Striving Towards Unconditional Self-Acceptance

Rational Emotive Behavior Therapy  teaches unconditional self-acceptance. Most people have conditional self-acceptance. Conditional self-acceptance is a belief system based upon meeting some standard. One holds beliefs like:

 

1. I am acceptable primarily when I do well. When I do poorly, make mistakes, or error I am a bad person, less worthwhile, or less good.

2. I must do well to accept myself.

3. My personhood or essence can be rated, it should be rated, and it is good to rate it.

4. When I do well I must be anxious because I may stop doing well and then I will rate myself as bad, less worthwhile, etc.

5. Others must approve of me in order for me to feel worthwhile. I need external approval.

Unconditional self-acceptance rests on the idea that a person has worth that cannot be rated. The person chooses worth that does not change based on performance. When one does poorly, makes a mistake, or errors the act is rated but not the person who committed the act. The person is responsible for the error and will rightly feel sorry, displeased, remorse or other healthy negative emotions about what they did but not what they are. The individual rates the action not his personhood. This is a very practical philosophy as you will do well today but as a fallible human you may error tomorrow. Unconditional self-acceptance as a philosophy allows you not to believe you have to be anxious about future performances. You have a sense of confidence that if you error you will still have worth. You will strive to avoid errors because even with unconditional self-acceptance you are still responsible for your errors and therefore will try to avoid errors in order to have greater pleasure in life. Here are beliefs consistent with unconditional self-acceptance:

1. I am acceptable when I do well or poorly but there are many advantages to doing well so I will strive to do well. When I do poorly I will acknowledge my error but never rate my dynamic “self”. My self is too complex to rate and it is ever changing and evolving. No one deed can validly be a measure of the worth of my “self,” my personhood, my essence.

2. I want to do well but can accept myself even when I do not do well.

3. My personhood or essence cannot be legitimately rated, and it is smart to not illegitimately rate my essence based upon arbitrary standards like good performance, moral behavior, or traits.

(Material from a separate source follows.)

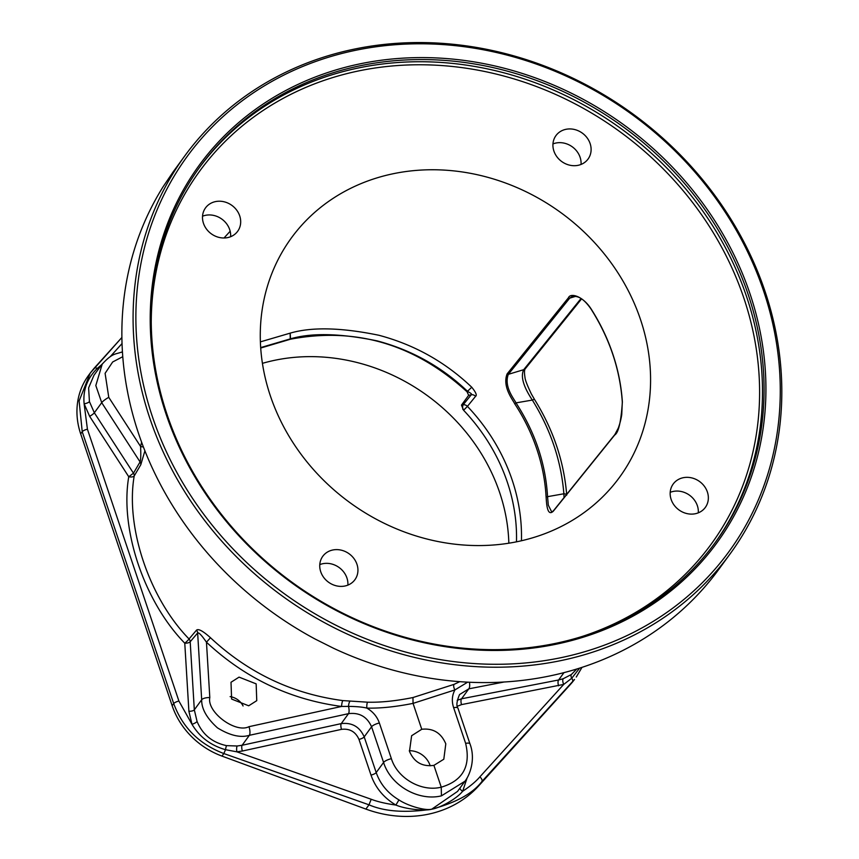<?xml version="1.0" encoding="UTF-8"?>
<svg xmlns="http://www.w3.org/2000/svg" width="859" height="859" viewBox="0 0 859 859"><rect width="100%" height="100%" fill="white"/><g stroke="black" fill="none" stroke-linecap="round" stroke-linejoin="round"><path stroke-width="1.29" d="M184.803 155.887L173.593 171.252A337.544 298.041 36.1 0 0 173.357 171.575L163.425 186.242A337.544 298.041 36.1 0 0 315.135 639.042L333.829 648.405A337.544 298.041 36.1 0 0 549.159 676.076A337.544 298.041 36.1 0 0 718.886 569.249L730.096 553.894A337.544 298.041 36.1 0 0 713.571 193.694A337.544 298.041 36.1 0 0 354.531 49.07A337.544 298.041 36.1 0 0 184.803 155.887A337.544 298.041 36.1 0 0 201.328 516.087A337.544 298.041 36.1 0 0 560.369 660.711A337.544 298.041 36.1 0 0 730.096 553.894M355.841 50.251A335.3 296.054 36.1 0 0 152.526 417.066A335.3 296.054 36.1 0 0 560.304 657.822A335.3 296.054 -143.9 0 0 763.619 291.008A335.3 296.054 -143.9 0 0 355.841 50.251M459.78 681.67L454.11 684.344L412.964 697.54C395.688 700.998 380.558 702.544 367.588 702.19L342.827 700.59C292.328 693.879 248.219 672.93 210.476 637.722C202.971 630.978 198.311 628.466 196.486 630.184L189.044 638.967C149.294 598.304 125.382 527.286 134.197 475.983L140.801 464.719L144.913 450.792M393.508 173.668A203.078 179.306 36.1 0 0 284.801 247.703A203.078 179.306 36.1 0 0 305.353 459.876A203.078 179.306 36.1 0 0 517.343 541.653A203.078 179.306 36.1 0 0 612.166 486.645A203.078 179.306 36.1 0 0 613.369 266.022A203.078 179.306 36.1 0 0 393.508 173.668M521.434 540.762A188.561 166.485 36.1 0 0 467.425 406.361L475.575 396.321C477.164 395.376 475.886 392.348 471.752 387.237C445.316 362.026 414.382 344.706 378.948 335.278C341.41 327.526 311.828 326.817 290.202 333.131L260.395 341.871M204.496 209.51A19.875 17.556 -143.9 0 1 205.526 207.889A19.875 17.556 -143.9 0 1 231.039 204.807A19.875 17.556 -143.9 0 1 238.684 229.697A19.875 17.556 -143.9 0 1 237.642 231.318A19.875 17.556 -143.9 0 1 212.141 234.4A19.875 17.556 -143.9 0 1 204.496 209.51M330.318 583.379A19.875 17.556 -143.9 0 1 322.78 556.288A19.875 17.556 -143.9 0 1 347.358 552.627A19.875 17.556 -143.9 0 1 354.896 579.728A19.875 17.556 -143.9 0 1 330.318 583.379M706.356 505.811A19.875 17.556 -143.9 0 1 705.314 507.444A19.875 17.556 -143.9 0 1 679.813 510.525A19.875 17.556 -143.9 0 1 672.168 485.636A19.875 17.556 -143.9 0 1 673.209 484.004A19.875 17.556 -143.9 0 1 698.711 480.922A19.875 17.556 -143.9 0 1 706.356 505.811M580.534 131.942A19.875 17.556 -143.9 0 1 588.071 159.033A19.875 17.556 -143.9 0 1 563.493 162.695A19.875 17.556 -143.9 0 1 555.956 135.604A19.875 17.556 -143.9 0 1 580.534 131.942M360.426 65.703A318.872 281.548 36.1 0 0 200.093 166.614A318.872 281.548 36.1 0 0 215.706 506.885A318.872 281.548 36.1 0 0 554.882 643.509A318.872 281.548 -143.9 0 0 715.214 542.598A318.872 281.548 -143.9 0 0 699.602 202.327A318.872 281.548 -143.9 0 0 360.426 65.703M555.752 644.293A320.375 282.869 36.1 0 0 750.014 293.81A320.375 282.869 36.1 0 0 360.383 63.77A320.375 282.869 36.1 0 0 166.131 414.263A320.375 282.869 36.1 0 0 555.752 644.293M546.088 496.996A191.353 168.955 36.1 0 0 514.724 403.805C513.145 400.187 502.075 386.979 507.1 373.923L568.497 297.686C570.408 292.683 582.627 295.861 590.992 308.746A199.954 176.546 -143.9 0 1 622.367 401.958C621.057 421.78 618.501 432.796 614.711 434.998L553.293 511.202C546.646 517.58 546.474 500.679 546.088 496.996L547.559 496.663C545.637 463.624 535.114 432.367 516.001 402.882C514.455 399.392 503.589 386.797 508.324 374.331L569.732 298.127L572.309 296.398C576.937 296.108 582.316 296.602 590.938 308.896L591.099 308.907M553.293 511.202A1.127 0.977 -141.1 0 1 553.486 510.708L551.768 512.082L548.31 505.156L547.559 496.663L563.869 493.775L564.052 497.597M514.724 403.805L516.001 402.882L532.333 400.069C550.683 429.661 561.195 460.896 563.869 493.775A4.499 1.675 175.6 0 1 566.468 494.612M590.992 308.746L590.938 308.896C609.568 338.296 620.026 369.359 622.313 402.098L622.378 402.237M507.1 373.923A1.127 0.977 38.9 0 0 508.324 374.331L523.7 369.692C520.457 376.392 523.335 386.518 532.333 400.069A4.499 0.88 148 0 1 534.577 399.542C553.303 429.683 564.009 461.541 566.725 495.106M580.995 298.567L523.7 369.692A4.499 3.908 -141.1 0 0 525.483 368.522A4.499 3.908 -141.1 0 1 525.483 368.522L525.483 368.522C524.355 369.445 524.183 372.355 524.967 377.262C525.021 379.571 527.158 385.143 531.367 393.98L534.588 399.553M568.497 297.686A1.127 0.977 38.9 0 0 569.732 298.127L575.691 296.323M421.758 729.27C433.129 728.035 441.139 732.888 445.8 743.84L443.802 759.227L433.913 765.369C422.306 766.926 414.156 762.244 409.485 751.324L411.622 735.734L421.758 729.27L413.05 703.381C395.462 706.882 380.065 708.45 366.857 708.084C362.638 707.043 356.528 706.485 348.507 706.388L341.581 706.452C290.031 699.58 244.987 678.17 206.461 642.21C201.693 635.273 198.762 632.203 197.645 632.997L190.193 641.759A4.499 1.664 -3.5 0 1 184.771 643.198C144.183 601.665 119.755 529.133 128.753 476.745L133.467 473.191L140.071 461.917C140.79 459.984 140.962 454.851 140.597 446.497L141.606 442.138M467.672 682.164L454.926 689.917C452.006 695.382 451.566 701.298 453.627 707.676L465.632 743.357C470.979 766.153 462.851 780.756 441.247 787.177L433.913 765.369M454.11 684.344A4.499 2.04 -114.7 0 0 454.926 689.917L413.05 703.381L412.964 697.54M457.407 706.227L461.541 704.605L563.74 684.398L479.87 776.858C476.069 781.357 470.324 786.168 462.647 791.289L467.124 777.9M188.894 711.273L191.997 724.309C199.556 736.99 210.734 745.451 225.509 749.692L236.869 751.829L242.388 751.024A4.499 1.514 77.7 0 1 242.12 745.268L249.378 735.315C240.52 737.999 229.89 735.519 217.477 727.874C206.718 718.145 201.457 708.772 201.682 699.741L194.317 709.835L190.193 641.759A4.499 4.059 -139.6 0 0 189.044 638.967A4.499 0.558 -42.3 0 1 184.771 643.198L188.894 711.273A4.499 1.664 176.5 0 0 194.317 709.835L197.076 721.474C202.466 734.488 212.28 742.541 226.518 745.633L237.181 745.999L242.12 745.268L341.248 723.611C352.05 722.355 359.696 726.789 364.195 736.882L376.199 772.563C380.269 784.149 387.849 793.265 398.941 799.912C407.413 805.656 424.818 810.885 431.68 809.221C440.452 807.814 456.677 798.773 462.647 791.289A4.499 2.201 28.6 0 1 459.941 788.1M242.388 751.024L341.517 729.355C349.742 728.389 355.572 731.739 358.987 739.406L371.002 775.086C375.447 787.778 383.748 797.775 395.892 805.066C405.265 808.995 424.024 811.272 431.68 809.221L457.536 791.407L464.955 781.239L441.44 795.853C418.408 801.479 390.673 785.459 383.576 762.459A6.754 1.986 -18.6 0 1 391.382 758.68L379.367 722.999C377.144 716.653 372.967 711.681 366.857 708.084A4.499 1.17 -89.6 0 1 367.588 702.19M221.976 756.092L223.834 753.547C199.191 744.109 182.484 727.444 173.711 703.575L82.228 431.723L79.114 400.917L90.249 373.053L88.434 375.533A75.012 66.229 36.1 0 0 80.671 433.859L172.154 705.701A75.012 66.229 36.1 0 0 221.976 756.092L365.88 809.081A112.518 99.343 36.1 0 0 478.774 785.792L481.888 781.529C472.933 793.362 456.193 802.596 431.68 809.221C405.512 813.065 384.617 811.594 368.994 804.819L371.206 799.267C377.509 801.694 385.745 803.627 395.892 805.066L398.941 799.912M478.774 785.792L570.655 684.172A75.012 66.229 36.1 0 0 574.521 679.426L481.888 781.529A4.499 2.223 -137.8 0 0 479.87 776.858M558.586 685.793A4.499 1.782 79 0 1 558.608 679.984L563.203 678.739A4.499 1.954 70.6 0 0 563.74 684.398L571.729 678.266A4.499 2.427 52.9 0 1 571.385 674.498L576.808 669M563.203 678.739L571.385 674.498M457.192 700.321L461.551 698.786L558.608 679.984L563.966 672.64M391.382 758.68C397.459 778.426 421.436 792.191 441.247 787.177L441.44 795.853M101.738 364.581L97.217 368.479C87.189 378.411 82.818 390.179 84.128 403.805L89.637 416.314L128.753 476.745A4.499 1.836 7.3 0 0 134.197 475.983A4.499 3.919 30.3 0 0 133.467 473.191L94.34 412.771L101.716 402.667L95.821 385.53L102.285 363.883M90.249 373.053L94.157 368.232A4.499 1.986 42 0 1 94.222 368.157A4.499 1.986 42 0 1 97.217 368.479A4.499 1.643 -128.7 0 0 98.355 369.22M143.389 446.905A4.499 1.901 12.3 0 1 140.597 446.497L108.771 397.352L105.099 373.321L112.669 361.983L122.783 356.678M127.744 392.767L126.66 387.012M342.827 700.59A4.499 0.966 -83 0 0 341.581 706.452L248.981 726.682C235.484 733.64 206.654 712.014 209.811 697.583L206.461 642.21L210.476 637.722M239.06 677.128L256.154 683.861L256.755 700.665L248.702 705.797L231.608 699.065L231.007 682.271L239.06 677.128M140.801 464.719A4.499 3.919 30.4 0 0 140.071 461.917L101.716 402.667A6.754 1.331 -32.9 0 1 108.771 397.352M93.985 375.2L88.617 387.892L89.433 401.604L94.34 412.771A4.499 0.88 147.1 0 1 89.637 416.314M365.88 809.081L368.994 804.819L223.834 753.547L225.509 749.692A4.499 0.558 99.7 0 1 226.518 745.633M196.486 630.184A4.499 4.059 -139.7 0 1 197.645 632.997L201.682 699.741A6.754 2.502 -3.5 0 1 209.811 697.583M349.871 701.427A4.499 1.299 -83.4 0 0 348.507 706.388A6.754 2.266 -102.3 0 1 348.518 713.657M570.655 684.172L572.513 681.627A4.499 2.223 -137.8 0 0 571.729 678.266L579.642 668.119M576.733 676.377L576.325 676.946M409.292 750.723A19.918 17.588 -143.9 0 1 430.058 765.401A19.918 17.588 -143.9 0 1 430.187 765.82M230.115 696.617A15.827 13.969 -143.9 0 1 243.086 705.98M371.206 799.267L236.869 751.829A4.499 1.31 85.6 0 1 237.181 745.999M371.002 775.086A4.499 1.321 161.4 0 0 376.199 772.563L383.576 762.459L371.571 726.778C367.072 716.696 359.384 712.315 348.507 713.657L249.378 735.315A6.754 2.266 -102.3 0 0 248.981 726.682M508.839 543.21A184.642 163.027 -143.9 0 0 275.181 360.189A184.642 163.027 36.1 0 0 262.425 363.346M461.476 405.115L463.592 410.258L467.425 406.361A4.499 3.908 39 0 0 463.13 404.804L461.476 405.115L468.66 395.29L467.017 391.747C414.951 344.309 356.109 326.796 290.492 339.208L260.717 348.035M516.474 541.836A184.642 163.027 36.1 0 0 463.592 410.258M475.575 396.321A4.499 3.908 39 0 0 471.28 394.764L463.13 404.804A4.499 1.621 -100.6 0 0 462.883 409.421M468.66 395.29L471.28 394.764C472.246 394.313 471.086 393.261 467.801 391.586C441.988 366.986 411.772 350.085 377.176 340.883C340.518 333.335 311.634 332.648 290.514 338.833L260.685 347.584M290.492 339.208L290.138 333.238L290.235 338.886M290.202 333.131L290.514 338.833M471.752 387.237L467.017 391.747M461.541 704.605A4.499 1.782 79 0 1 461.551 698.786L468.821 688.832L459.544 694.555C456.687 701.352 456.161 705.883 457.944 708.127L469.948 743.808A6.754 1.986 161.4 0 0 465.632 743.357M504.05 682.014L468.821 688.832A6.754 2.684 -101 0 0 469.401 682.239M202.531 216.21A19.875 17.556 -143.9 0 1 221.912 219.152A19.875 17.556 -143.9 0 1 230.631 236.719M319.773 564.61A19.875 17.556 -143.9 0 1 337.34 566.36A19.875 17.556 36.1 0 1 347.874 585.129M698.303 512.844A19.875 17.556 36.1 0 0 689.594 495.267A19.875 17.556 36.1 0 0 670.203 492.336M552.949 143.925A19.875 17.556 36.1 0 1 570.516 145.665A19.875 17.556 -143.9 0 1 581.049 164.434M151.248 321.663A316.541 279.497 36.1 0 1 358.912 70.867A316.541 279.497 -143.9 0 1 738.257 282.783A316.541 279.497 -143.9 0 1 582.445 636.379M199.309 167.709A318.872 281.548 36.1 0 1 358.837 67.882A318.872 281.548 -143.9 0 1 697.572 203.894A318.872 281.548 -143.9 0 1 714.42 543.683M614.711 434.998A1.127 0.977 -141.1 0 1 614.904 434.504L553.486 510.718M457.933 708.106A6.754 1.986 161.4 0 0 453.627 707.676M358.987 739.406A4.499 1.321 161.4 0 0 364.195 736.882L371.571 726.778A6.754 1.986 -18.6 0 1 379.367 722.999M110.124 356.786L122.053 343.546M197.076 721.474A4.499 1.203 157.1 0 1 191.997 724.309L178.908 701.051L87.425 429.21L84.128 403.805A4.499 1.428 165.8 0 0 89.433 401.604M94.286 368.092L121.903 337.447L90.152 373.182M80.671 433.859L82.228 431.723A4.499 1.321 -18.6 0 1 87.425 429.21M172.154 705.701L173.711 703.575A4.499 1.321 -18.6 0 1 178.908 701.051M341.517 729.355A4.499 1.514 77.7 0 1 341.248 723.611L348.507 713.657M122.45 351.943L121.237 352.211A6.754 2.266 77.7 0 1 122.515 352.834M622.313 402.098L621.755 414.435C621.701 415.165 620.67 421.812 618.19 428.297L614.894 434.504M581.543 298.921L525.483 368.522M464.633 781.669C470.195 774.818 475.714 758.808 469.948 743.808M230.158 231.232L224.285 237.707M576.249 677.053L582.005 667.357M93.889 375.351L101.577 364.817C112.4 352.845 115.138 354.499 121.237 352.211"/></g></svg>

Fallible humans will exhibit poor performance, immoral behavior and undesirable traits and these things never make us sub-human.

4. When I do well I will not feel anxious that I must continue to do well to feel good about me as a person because I now see my worth as a person is not defined by any single performance or set of performances. I will strive to continue to do well but as I do so I acknowledge that as a fallible human I may do poorly in the future. I will have sensible and healthy concern for my future acts but never define myself based upon my future acts.

5. I want others to approve of me but when I gain their approval that does not make me more worthwhile. When I lose others approval that is bad but it does not make me less worthwhile. What others think of me does not determine my worth. It is fine to strive to have others approve of me as when they do there will be benefits to having gained that approval. However, if I believe I absolutely need another’s approval I will be prone to anxiety, depression, shame and guilt and will sometimes cover up my mistakes to avoid losing the approval I desperately “need.”

Developing unconditional self-acceptance takes work. First think about the advantages of it and how it is more practical than conditional self-acceptance. Then consider the philosophical arguments for the validity of humans having unconditional self-acceptance. Finally, rehearse rational beliefs that lead to unconditional self-acceptance. Most importantly act in ways that reflect unconditional self-acceptance. Do not despair if it is difficult at first. Just work on giving up self-rating and strive to replace it with rating of your deeds, performances, and other components of the dynamic, complex self. Strive towards unconditional self-acceptance knowing that as a fallible human you will move in the direction of unconditional self-acceptance but never perfectly obtain a state of unconditional self-acceptance.